Nosso país está, neste momento, não apenas revisando e atualizando a NBSAP com as respectivas metas, mas também revisando nossas NDCs, as contribuições nacionalmente determinadas para a redução das emissões de CO2. Logo mais, teremos novas metas climáticas e de natureza, que cascatearão obrigações a todos os setores.

Aqui, o voo deveria pousar e embarcar novos passageiros, retomando seu curso com altitude reduzida. Discutir apenas as perspectivas ambientais com base científica, longe da realidade dos negócios e dos caminhos de atração de capital, não nos conduz ao cumprimento das metas. Para isso, precisamos do setor privado e, mais ainda, do setor financeiro.

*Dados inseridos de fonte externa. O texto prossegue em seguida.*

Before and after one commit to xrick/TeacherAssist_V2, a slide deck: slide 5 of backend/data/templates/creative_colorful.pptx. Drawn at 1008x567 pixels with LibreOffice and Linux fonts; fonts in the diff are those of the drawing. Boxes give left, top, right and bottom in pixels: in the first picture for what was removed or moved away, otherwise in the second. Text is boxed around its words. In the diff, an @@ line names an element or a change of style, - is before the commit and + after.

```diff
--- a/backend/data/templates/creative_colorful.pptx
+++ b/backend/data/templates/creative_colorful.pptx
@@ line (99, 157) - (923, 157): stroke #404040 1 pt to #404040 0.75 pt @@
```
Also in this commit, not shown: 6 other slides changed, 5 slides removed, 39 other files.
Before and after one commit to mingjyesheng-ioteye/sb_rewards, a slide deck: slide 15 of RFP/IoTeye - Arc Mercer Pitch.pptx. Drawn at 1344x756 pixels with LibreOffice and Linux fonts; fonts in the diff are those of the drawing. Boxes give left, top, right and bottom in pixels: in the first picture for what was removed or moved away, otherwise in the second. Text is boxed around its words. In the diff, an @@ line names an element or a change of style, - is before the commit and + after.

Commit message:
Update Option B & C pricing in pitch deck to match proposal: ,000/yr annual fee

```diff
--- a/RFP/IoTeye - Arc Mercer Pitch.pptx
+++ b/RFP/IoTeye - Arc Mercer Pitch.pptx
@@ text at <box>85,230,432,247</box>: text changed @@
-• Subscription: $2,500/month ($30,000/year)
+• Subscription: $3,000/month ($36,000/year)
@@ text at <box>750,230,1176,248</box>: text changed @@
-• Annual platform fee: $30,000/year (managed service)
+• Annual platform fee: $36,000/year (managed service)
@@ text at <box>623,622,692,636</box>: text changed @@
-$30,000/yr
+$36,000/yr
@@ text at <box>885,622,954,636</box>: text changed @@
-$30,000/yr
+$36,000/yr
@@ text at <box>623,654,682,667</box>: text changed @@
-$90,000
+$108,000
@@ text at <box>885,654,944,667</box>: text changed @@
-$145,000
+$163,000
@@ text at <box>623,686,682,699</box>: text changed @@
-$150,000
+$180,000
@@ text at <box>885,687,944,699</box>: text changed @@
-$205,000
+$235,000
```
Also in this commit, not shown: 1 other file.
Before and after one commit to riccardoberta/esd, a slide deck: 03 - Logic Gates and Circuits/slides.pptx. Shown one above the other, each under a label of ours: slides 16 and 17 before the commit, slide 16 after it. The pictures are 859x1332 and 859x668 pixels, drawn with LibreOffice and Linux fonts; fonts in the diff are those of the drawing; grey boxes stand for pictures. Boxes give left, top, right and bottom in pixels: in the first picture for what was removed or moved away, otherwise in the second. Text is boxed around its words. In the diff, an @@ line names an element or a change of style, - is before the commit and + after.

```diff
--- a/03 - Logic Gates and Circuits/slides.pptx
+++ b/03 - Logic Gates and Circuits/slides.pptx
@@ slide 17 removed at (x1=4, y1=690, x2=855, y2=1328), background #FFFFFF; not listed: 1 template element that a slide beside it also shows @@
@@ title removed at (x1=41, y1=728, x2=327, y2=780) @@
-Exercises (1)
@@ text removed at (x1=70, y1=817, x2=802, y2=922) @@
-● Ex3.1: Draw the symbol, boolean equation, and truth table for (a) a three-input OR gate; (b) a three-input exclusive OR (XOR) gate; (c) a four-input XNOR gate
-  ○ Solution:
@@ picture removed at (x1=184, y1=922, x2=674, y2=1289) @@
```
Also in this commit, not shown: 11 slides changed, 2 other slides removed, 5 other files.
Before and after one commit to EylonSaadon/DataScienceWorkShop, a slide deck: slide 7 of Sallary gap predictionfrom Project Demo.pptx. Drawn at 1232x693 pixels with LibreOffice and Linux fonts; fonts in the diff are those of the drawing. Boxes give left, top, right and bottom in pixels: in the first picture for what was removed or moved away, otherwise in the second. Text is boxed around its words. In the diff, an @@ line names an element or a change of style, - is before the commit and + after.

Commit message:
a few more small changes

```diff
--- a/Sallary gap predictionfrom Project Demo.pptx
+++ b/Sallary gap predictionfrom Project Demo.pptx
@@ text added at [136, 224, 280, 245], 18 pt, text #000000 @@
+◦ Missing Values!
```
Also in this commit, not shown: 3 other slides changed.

Cash is king continua sendo uma expressão muitíssimo verdadeira, com fit perfeito para cumprimento de NDCs e NBSAP: temos que tornar ambas atrativas para investimentos e passíveis de financiamento.

Isso significa que elas precisam ser revisadas com base no conhecimento científico, mas temos que agregar a perspectiva do setor privado e do setor financeiro (mercado de capitais e instituições financeiras). A ciência nos indica o que e até quando precisa ser feito, o setor privado avalia como fazer e o setor financeiro cria os mecanismos adequados para tirar os planos do papel, tendo o governo como grande articulador dessa transição para economia de baixo carbono e circular.

Assim como temos rodízios de pilotos em voos transatlânticos, precisamos compartilhar o comando das discussões das metas climáticas e de natureza, de forma colaborativa (colaboração essa muito discutida em Cali e durante a semana do clima de Nova York).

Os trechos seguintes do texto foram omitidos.